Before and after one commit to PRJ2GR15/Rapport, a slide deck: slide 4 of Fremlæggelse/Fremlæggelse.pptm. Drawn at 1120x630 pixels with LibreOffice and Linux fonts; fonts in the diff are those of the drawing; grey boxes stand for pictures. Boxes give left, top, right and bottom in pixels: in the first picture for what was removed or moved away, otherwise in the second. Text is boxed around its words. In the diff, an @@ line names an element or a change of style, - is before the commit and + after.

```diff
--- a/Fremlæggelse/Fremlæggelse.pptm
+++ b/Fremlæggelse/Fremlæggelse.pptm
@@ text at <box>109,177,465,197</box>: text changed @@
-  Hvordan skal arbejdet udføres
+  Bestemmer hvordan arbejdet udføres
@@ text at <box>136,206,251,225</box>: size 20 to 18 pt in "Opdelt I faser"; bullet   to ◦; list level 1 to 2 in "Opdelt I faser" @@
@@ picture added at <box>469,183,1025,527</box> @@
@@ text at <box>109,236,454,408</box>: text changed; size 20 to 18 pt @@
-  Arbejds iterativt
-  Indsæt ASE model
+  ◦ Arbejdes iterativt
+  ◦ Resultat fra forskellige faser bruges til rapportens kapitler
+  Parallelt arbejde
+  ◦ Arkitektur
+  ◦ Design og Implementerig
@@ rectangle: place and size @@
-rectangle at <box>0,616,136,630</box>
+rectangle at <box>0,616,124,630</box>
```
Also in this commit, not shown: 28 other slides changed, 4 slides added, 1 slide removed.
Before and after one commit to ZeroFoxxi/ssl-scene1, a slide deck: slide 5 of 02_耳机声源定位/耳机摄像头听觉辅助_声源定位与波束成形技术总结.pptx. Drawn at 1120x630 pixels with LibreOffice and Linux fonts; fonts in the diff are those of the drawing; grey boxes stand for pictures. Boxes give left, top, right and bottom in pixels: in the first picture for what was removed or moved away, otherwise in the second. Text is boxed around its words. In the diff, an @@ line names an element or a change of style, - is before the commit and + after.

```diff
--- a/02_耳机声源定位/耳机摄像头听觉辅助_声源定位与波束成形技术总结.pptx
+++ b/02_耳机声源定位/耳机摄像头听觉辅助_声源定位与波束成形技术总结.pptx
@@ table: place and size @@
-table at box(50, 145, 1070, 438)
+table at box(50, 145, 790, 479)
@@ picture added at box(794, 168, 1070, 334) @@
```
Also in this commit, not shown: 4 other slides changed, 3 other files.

*Problem to solve:* Would you return all of the data exactly as given?

*Response area:*
Before and after one commit to PRJ2GR15/Rapport, a slide deck: slide 4 of Fremlæggelse/Fremlæggelse.pptm. Drawn at 1120x630 pixels with LibreOffice and Linux fonts; fonts in the diff are those of the drawing; grey boxes stand for pictures. Boxes give left, top, right and bottom in pixels: in the first picture for what was removed or moved away, otherwise in the second. Text is boxed around its words. In the diff, an @@ line names an element or a change of style, - is before the commit and + after.

```diff
--- a/Fremlæggelse/Fremlæggelse.pptm
+++ b/Fremlæggelse/Fremlæggelse.pptm
@@ text at <box>109,177,465,197</box>: text changed @@
-  Hvordan skal arbejdet udføres
+  Bestemmer hvordan arbejdet udføres
@@ text at <box>136,206,251,225</box>: size 20 to 18 pt in "Opdelt I faser"; bullet   to ◦; list level 1 to 2 in "Opdelt I faser" @@
@@ picture added at <box>469,183,1025,527</box> @@
@@ text at <box>109,236,454,408</box>: text changed; size 20 to 18 pt @@
-  Arbejds iterativt
-  Indsæt ASE model
+  ◦ Arbejdes iterativt
+  ◦ Resultat fra forskellige faser bruges til rapportens kapitler
+  Parallelt arbejde
+  ◦ Arkitektur
+  ◦ Design og Implementerig
@@ rectangle: place and size @@
-rectangle at <box>0,616,136,630</box>
+rectangle at <box>0,616,124,630</box>
```
Also in this commit, not shown: 28 other slides changed, 4 slides added, 1 slide removed.
Before and after one commit to ZeroFoxxi/ssl-scene1, a slide deck: slide 5 of 02_耳机声源定位/耳机摄像头听觉辅助_声源定位与波束成形技术总结.pptx. Drawn at 1120x630 pixels with LibreOffice and Linux fonts; fonts in the diff are those of the drawing; grey boxes stand for pictures. Boxes give left, top, right and bottom in pixels: in the first picture for what was removed or moved away, otherwise in the second. Text is boxed around its words. In the diff, an @@ line names an element or a change of style, - is before the commit and + after.

```diff
--- a/02_耳机声源定位/耳机摄像头听觉辅助_声源定位与波束成形技术总结.pptx
+++ b/02_耳机声源定位/耳机摄像头听觉辅助_声源定位与波束成形技术总结.pptx
@@ table: place and size @@
-table at box(50, 145, 1070, 438)
+table at box(50, 145, 790, 479)
@@ picture added at box(794, 168, 1070, 334) @@
```
Also in this commit, not shown: 4 other slides changed, 3 other files.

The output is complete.